(Beginning of EXERCISE INPUTS)

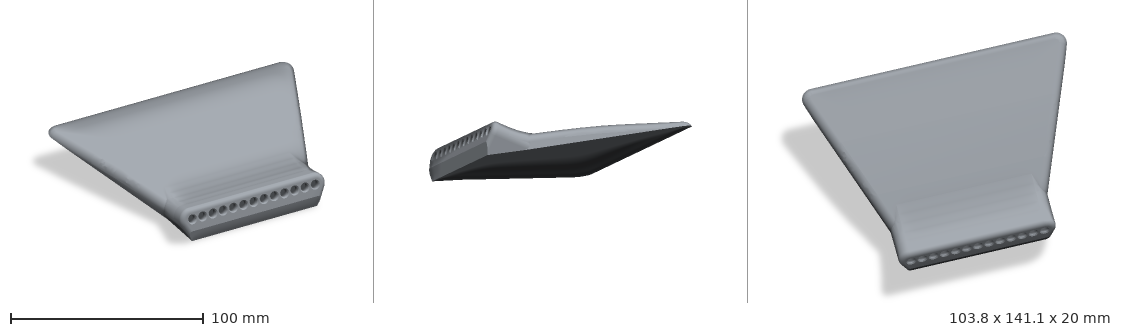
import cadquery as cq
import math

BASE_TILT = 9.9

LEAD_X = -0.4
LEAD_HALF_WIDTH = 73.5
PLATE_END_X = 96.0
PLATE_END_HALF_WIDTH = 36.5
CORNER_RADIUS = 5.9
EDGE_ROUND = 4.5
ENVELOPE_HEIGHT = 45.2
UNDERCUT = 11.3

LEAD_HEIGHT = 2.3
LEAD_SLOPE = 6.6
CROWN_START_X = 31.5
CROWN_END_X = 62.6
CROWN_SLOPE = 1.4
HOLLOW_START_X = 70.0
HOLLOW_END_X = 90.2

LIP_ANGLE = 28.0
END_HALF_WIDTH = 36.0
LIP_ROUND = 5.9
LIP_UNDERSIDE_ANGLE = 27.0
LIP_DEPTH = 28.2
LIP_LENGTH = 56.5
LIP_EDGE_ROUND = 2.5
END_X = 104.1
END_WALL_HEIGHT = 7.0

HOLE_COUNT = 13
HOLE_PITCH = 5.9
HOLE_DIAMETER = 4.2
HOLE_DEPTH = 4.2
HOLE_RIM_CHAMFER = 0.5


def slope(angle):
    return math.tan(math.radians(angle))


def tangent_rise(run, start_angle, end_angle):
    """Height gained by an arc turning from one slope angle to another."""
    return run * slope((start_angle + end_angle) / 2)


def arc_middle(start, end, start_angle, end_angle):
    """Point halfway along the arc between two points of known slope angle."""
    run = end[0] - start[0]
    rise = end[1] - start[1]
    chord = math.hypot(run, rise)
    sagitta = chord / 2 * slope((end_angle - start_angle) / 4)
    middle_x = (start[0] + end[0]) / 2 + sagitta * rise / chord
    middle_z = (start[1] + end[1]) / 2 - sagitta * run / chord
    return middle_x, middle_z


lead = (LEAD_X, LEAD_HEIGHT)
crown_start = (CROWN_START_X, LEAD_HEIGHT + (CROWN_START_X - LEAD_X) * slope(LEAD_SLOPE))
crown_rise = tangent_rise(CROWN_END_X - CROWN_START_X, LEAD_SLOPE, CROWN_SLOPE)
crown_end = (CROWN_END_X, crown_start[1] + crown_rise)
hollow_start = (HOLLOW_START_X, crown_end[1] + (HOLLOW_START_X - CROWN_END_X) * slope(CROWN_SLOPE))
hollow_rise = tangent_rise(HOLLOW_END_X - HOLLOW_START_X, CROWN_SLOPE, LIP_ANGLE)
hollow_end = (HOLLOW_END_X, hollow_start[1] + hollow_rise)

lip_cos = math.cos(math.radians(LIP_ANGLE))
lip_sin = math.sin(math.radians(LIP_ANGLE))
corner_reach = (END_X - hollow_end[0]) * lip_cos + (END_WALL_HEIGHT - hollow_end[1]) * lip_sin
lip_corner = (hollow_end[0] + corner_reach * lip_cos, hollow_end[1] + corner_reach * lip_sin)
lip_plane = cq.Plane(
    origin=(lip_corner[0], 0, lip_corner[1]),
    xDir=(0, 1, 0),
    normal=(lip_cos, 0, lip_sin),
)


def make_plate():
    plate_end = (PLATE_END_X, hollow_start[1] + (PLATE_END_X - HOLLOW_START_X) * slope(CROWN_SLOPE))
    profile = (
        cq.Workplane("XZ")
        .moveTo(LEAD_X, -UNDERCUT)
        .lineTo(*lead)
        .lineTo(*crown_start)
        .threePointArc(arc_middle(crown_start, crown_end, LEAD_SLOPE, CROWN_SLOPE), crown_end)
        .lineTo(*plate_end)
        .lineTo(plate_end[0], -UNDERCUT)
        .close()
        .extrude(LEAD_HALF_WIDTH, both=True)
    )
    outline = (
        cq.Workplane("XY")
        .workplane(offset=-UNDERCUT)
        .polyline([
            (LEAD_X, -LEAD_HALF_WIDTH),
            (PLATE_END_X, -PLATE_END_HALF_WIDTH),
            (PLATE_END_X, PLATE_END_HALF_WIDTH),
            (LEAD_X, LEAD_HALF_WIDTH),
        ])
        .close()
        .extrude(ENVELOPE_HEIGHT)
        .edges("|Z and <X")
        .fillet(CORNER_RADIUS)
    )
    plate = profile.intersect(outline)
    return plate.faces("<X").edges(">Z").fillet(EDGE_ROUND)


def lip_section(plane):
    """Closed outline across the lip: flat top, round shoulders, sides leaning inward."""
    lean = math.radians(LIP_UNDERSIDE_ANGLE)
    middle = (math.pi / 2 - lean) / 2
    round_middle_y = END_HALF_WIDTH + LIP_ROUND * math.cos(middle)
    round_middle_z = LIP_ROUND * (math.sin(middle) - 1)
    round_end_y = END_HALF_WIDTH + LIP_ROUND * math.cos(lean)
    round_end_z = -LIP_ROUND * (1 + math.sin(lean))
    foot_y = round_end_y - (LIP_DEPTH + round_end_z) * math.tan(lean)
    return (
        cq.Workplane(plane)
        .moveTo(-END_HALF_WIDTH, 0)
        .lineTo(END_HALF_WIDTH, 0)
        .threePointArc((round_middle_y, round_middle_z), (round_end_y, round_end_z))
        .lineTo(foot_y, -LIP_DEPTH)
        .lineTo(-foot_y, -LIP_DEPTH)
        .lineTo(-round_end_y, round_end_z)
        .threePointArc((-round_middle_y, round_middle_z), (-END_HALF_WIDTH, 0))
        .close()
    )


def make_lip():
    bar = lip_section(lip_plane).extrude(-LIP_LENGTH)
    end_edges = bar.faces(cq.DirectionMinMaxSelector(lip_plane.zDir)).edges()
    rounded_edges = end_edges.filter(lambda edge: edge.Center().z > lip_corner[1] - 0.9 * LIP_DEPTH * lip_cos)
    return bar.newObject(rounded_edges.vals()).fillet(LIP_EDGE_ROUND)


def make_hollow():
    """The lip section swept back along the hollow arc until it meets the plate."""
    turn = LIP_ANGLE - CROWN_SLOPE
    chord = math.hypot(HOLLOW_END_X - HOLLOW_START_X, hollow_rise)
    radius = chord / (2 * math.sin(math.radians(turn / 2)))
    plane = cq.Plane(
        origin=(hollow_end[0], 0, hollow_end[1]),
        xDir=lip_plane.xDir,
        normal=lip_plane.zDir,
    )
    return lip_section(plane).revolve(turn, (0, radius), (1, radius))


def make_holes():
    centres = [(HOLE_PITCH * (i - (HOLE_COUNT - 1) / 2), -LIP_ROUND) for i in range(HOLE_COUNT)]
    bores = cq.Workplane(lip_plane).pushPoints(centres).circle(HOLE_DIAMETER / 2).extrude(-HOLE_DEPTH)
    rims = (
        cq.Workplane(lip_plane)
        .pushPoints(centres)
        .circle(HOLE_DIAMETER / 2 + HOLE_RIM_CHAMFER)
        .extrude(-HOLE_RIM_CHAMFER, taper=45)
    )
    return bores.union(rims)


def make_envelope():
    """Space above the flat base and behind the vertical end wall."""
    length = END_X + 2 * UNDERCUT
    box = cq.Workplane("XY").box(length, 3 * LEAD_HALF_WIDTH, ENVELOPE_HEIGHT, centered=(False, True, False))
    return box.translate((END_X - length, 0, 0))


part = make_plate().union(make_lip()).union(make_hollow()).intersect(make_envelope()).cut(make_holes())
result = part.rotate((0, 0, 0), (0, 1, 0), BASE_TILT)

(End of EXERCISE INPUTS)

● **WHAT IS REQUIRED**:
For this answer, retype the lines from the start of the listing through the line that holds "hollow_rise = tangent_rise(HOLLOW_END_X", inclusive, exactly and without pictures.

● **SOLUTION TO THIS TASK**:
import cadquery as cq
import math

BASE_TILT = 9.9

LEAD_X = -0.4
LEAD_HALF_WIDTH = 73.5
PLATE_END_X = 96.0
PLATE_END_HALF_WIDTH = 36.5
CORNER_RADIUS = 5.9
EDGE_ROUND = 4.5
ENVELOPE_HEIGHT = 45.2
UNDERCUT = 11.3

LEAD_HEIGHT = 2.3
LEAD_SLOPE = 6.6
CROWN_START_X = 31.5
CROWN_END_X = 62.6
CROWN_SLOPE = 1.4
HOLLOW_START_X = 70.0
HOLLOW_END_X = 90.2

LIP_ANGLE = 28.0
END_HALF_WIDTH = 36.0
LIP_ROUND = 5.9
LIP_UNDERSIDE_ANGLE = 27.0
LIP_DEPTH = 28.2
LIP_LENGTH = 56.5
LIP_EDGE_ROUND = 2.5
END_X = 104.1
END_WALL_HEIGHT = 7.0

HOLE_COUNT = 13
HOLE_PITCH = 5.9
HOLE_DIAMETER = 4.2
HOLE_DEPTH = 4.2
HOLE_RIM_CHAMFER = 0.5


def slope(angle):
    return math.tan(math.radians(angle))


def tangent_rise(run, start_angle, end_angle):
    """Height gained by an arc turning from one slope angle to another."""
    return run * slope((start_angle + end_angle) / 2)


def arc_middle(start, end, start_angle, end_angle):
    """Point halfway along the arc between two points of known slope angle."""
    run = end[0] - start[0]
    rise = end[1] - start[1]
    chord = math.hypot(run, rise)
    sagitta = chord / 2 * slope((end_angle - start_angle) / 4)
    middle_x = (start[0] + end[0]) / 2 + sagitta * rise / chord
    middle_z = (start[1] + end[1]) / 2 - sagitta * run / chord
    return middle_x, middle_z


lead = (LEAD_X, LEAD_HEIGHT)
crown_start = (CROWN_START_X, LEAD_HEIGHT + (CROWN_START_X - LEAD_X) * slope(LEAD_SLOPE))
crown_rise = tangent_rise(CROWN_END_X - CROWN_START_X, LEAD_SLOPE, CROWN_SLOPE)
crown_end = (CROWN_END_X, crown_start[1] + crown_rise)
hollow_start = (HOLLOW_START_X, crown_end[1] + (HOLLOW_START_X - CROWN_END_X) * slope(CROWN_SLOPE))
hollow_rise = tangent_rise(HOLLOW_END_X - HOLLOW_START_X, CROWN_SLOPE, LIP_ANGLE)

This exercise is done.